AT&T’s Pipes Are Calling – WSJ

An AT&T store in San Rafael, Calif., May 17th.


Justin Sullivan / Getty Images


unloads its Warner Media property, but why did Time Warner buy it in the first place? For the same reason, Time Warner (Cable) bought AOL and Verizon bought Yahoo and


Universal bought. Call it marginal envy.

Since the birth of the commercial Internet in the 1990s, major network operators have complained that while they carry all the traffic, someone else always seems to be reaping the benefits. As you read this, AT & T’s market cap ($ 210 billion) is just slightly less than


($ 221 billion). And don’t even mention the market caps (or margins) of the web giants – you could stroke a telecommunications manager.

Richard Parsons, the Time Warner CEO who helped negotiate the AOL deal, liked to say that his cable company couldn’t afford to be a “dumb whistle.” To this day, the network operators – wireless, fiber, cable – fear to be stupid because the others seem to make all the money. You are not wrong with that. The mistake is to think that because you own the pipes, you can improve your pipe business by owning the contents too.

A look at Postmerger AT&T illustrates the problem. AT&T buys Time Warner and now owns Game of Thrones and everything else. It can differentiate itself from its competitors by delivering content to its cellular and landline subscribers – but that undermines the margins of the entertainment business. And for the consumer, it’s a marginal benefit. You’re likely paying for Netflix, too, and


subsidizes Netflix subscriptions for its customers (without having to own Netflix). So do you want a “free” HBO Max subscription to AT&T or a Netflix subscription to T-Mobile or Disney + to Verizon?
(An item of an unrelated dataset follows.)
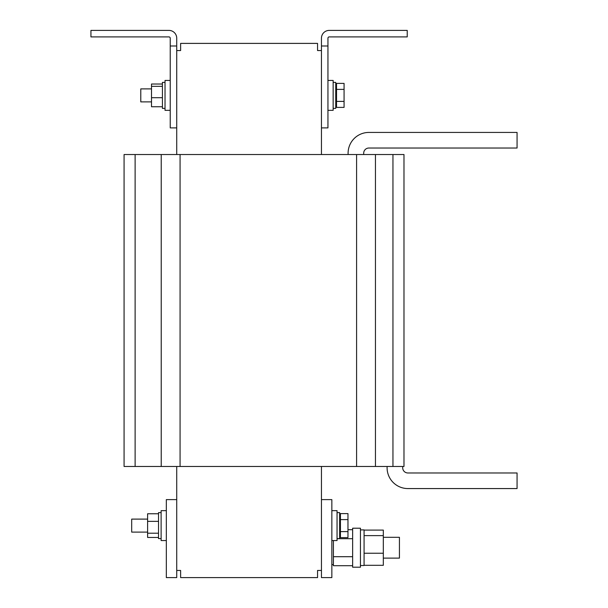 <?xml version="1.0" encoding="UTF-8"?>
<svg xmlns="http://www.w3.org/2000/svg" width="608" height="608" viewBox="0 0 608 608"><rect width="100%" height="100%" fill="white"/><g stroke="black" fill="none" stroke-linecap="round" stroke-linejoin="round"><path stroke-width="0.91" d="M170.225 110.337L165.026 110.337L165.026 80.438L170.225 80.438M165.026 108.384L162.42 108.384L162.42 82.392L165.026 82.392M151.506 88.89L140.782 88.89L140.782 101.886L151.506 101.886M166.326 540.558L161.12 540.558L161.12 510.659L166.326 510.659M161.12 538.604L158.521 538.604L158.521 512.612L161.12 512.612M147.607 519.11L131.685 519.11L131.685 532.106L147.607 532.106M352.64 547.709L352.64 567.203L360.445 567.203L360.445 528.208L352.64 528.208L352.64 547.709M364.078 565.311L383.321 565.311L383.321 553.227L364.078 553.227L364.078 565.516L360.445 565.516M360.445 529.902L364.078 529.902L364.078 553.227M333.404 540.558L333.404 556.708L352.64 556.708M333.404 556.708L333.404 565.714L352.64 565.714M383.321 558.106L399.433 558.106L399.433 537.305L383.321 537.305M331.846 510.659L337.045 510.659L337.045 540.558L331.846 540.558M337.045 512.612L339.644 512.612L339.644 538.604L337.045 538.604M333.146 82.392L335.745 82.392L335.745 108.384L333.146 108.384M327.948 80.438L333.146 80.438L333.146 110.337L327.948 110.337M392.95 466.473L392.95 154.531L403.986 154.531L403.986 466.473L124.078 466.473L124.078 154.531L135.12 154.531L135.12 466.473M392.95 154.531L375.448 154.531L375.448 466.473M161.219 466.473L161.219 154.531L135.12 154.531M161.219 154.531L180.074 154.531L180.074 466.473M356.592 466.473L356.592 154.531L180.074 154.531M356.592 154.531L375.448 154.531M321.45 127.885L327.948 127.885L327.948 45.995L321.45 45.995L321.45 154.531M176.723 50.548L180.622 50.548L180.622 43.396L317.551 43.396L317.551 50.548L321.45 50.548M176.723 154.531L176.723 127.885L170.225 127.885L170.225 38.198A1.3 1.3 0 0 0 168.925 36.898L90.934 36.898L90.934 30.4L168.925 30.4A7.798 7.798 0 0 1 176.723 38.198L176.723 45.995L170.225 45.995M176.723 45.995L176.723 127.885M336.528 107.396L336.528 83.38L344.067 83.38L344.067 107.396L336.528 107.396M336.528 101.392L344.067 101.392M336.528 89.384L344.067 89.384M321.45 466.473L321.45 577.6L331.846 577.6L331.846 499.616L321.45 499.616M176.723 570.448L180.622 570.448L180.622 577.6L317.551 577.6L317.551 570.448L321.45 570.448M176.723 499.616L166.326 499.616L166.326 577.6L176.723 577.6L176.723 466.473M347.966 513.6L347.966 537.616L340.427 537.616L340.427 513.6L347.966 513.6M340.427 519.604L347.966 519.604M340.427 531.612L347.966 531.612M347.966 529.697L352.64 529.697M337.045 538.703L352.64 538.703M383.321 553.227L383.321 530.1L364.078 530.1M383.321 535.625L364.078 535.625M158.521 537.457L147.607 537.457L147.607 513.76L158.521 513.76M158.521 533.208L147.607 533.208M158.521 521.352L147.607 521.352M327.948 45.995L327.948 38.198A1.3 1.3 0 0 1 329.247 36.898L407.231 36.898L407.231 30.4L329.247 30.4A7.798 7.798 0 0 0 321.45 38.198L321.45 45.995M162.42 106.75L151.506 106.75L151.506 84.026L162.42 84.026M162.42 97.698L151.506 97.698M162.42 86.336L151.506 86.336M348.095 154.531L348.095 153.231A20.794 20.794 0 0 1 368.889 132.43L517.066 132.43L517.066 148.025L368.889 148.025A5.198 5.198 0 0 0 363.69 153.231L363.69 154.531M402.686 466.473L402.686 467.772A5.198 5.198 0 0 0 407.884 472.971L517.066 472.971L517.066 488.566L407.884 488.566A20.794 20.794 0 0 1 387.091 467.772L387.091 466.473M333.404 564.604L331.846 564.604M339.644 536.005L340.427 536.005M335.745 105.784L336.528 105.784M335.745 84.991L336.528 84.991M339.644 515.212L340.427 515.212"/></g></svg>

Choose your poison.

AT&T has not improved its position by owning Time Warner. It has simply exported its eroding margins from the network business to the entertainment business.

The irony with all of this is that the public and official Washington have treated the carriers as villains of the internet world, even when the streamers, web giants and social networks stop for lunch. From the point of view of network owners, the whole controversy about network neutrality looks almost surreal. If internet service providers had the power to control what people see on the internet, they would certainly make more money than they do. But somehow 10-digit capitalization companies are playing the victim as carriers spend trillions on keeping the stupid pipes going.

The thing about pipes is, they’re not stupid. They are brilliant – at being pipes. Perhaps network operators like AT&T need to get better than trying to own what comes down the pipes.

To take


—One of the biggest beneficiaries of the network operators’ pipes. Amazon built up tons of computing capacity to handle peak loads on its website and a massive logistics operation to handle orders even at peak times. And then it turned all that excess capacity into one deal – or rather two. Amazon Web Services monetizes the additional computing power of Amazon and Amazon Marketplace enables other merchants to use the Amazon website.

The carriers could do the same with all of the unused capacity on their networks. It couldn’t be worse than overpaying content companies over and over again, only to dump them a few years later.

Mr. Ganley is the Chairman and CEO of Rivada Networks.

Main Street: Unlike Hollywood, at least the communists could make good films. Pictures: Everett Collection / AMPAS via Getty Images Composite: Mark Kelly

Copyright © 2020 Dow Jones & Company, Inc. All rights reserved. 87990cbe856818d5eddac44c7b1cdeb8

Published in the print edition of June 3, 2021.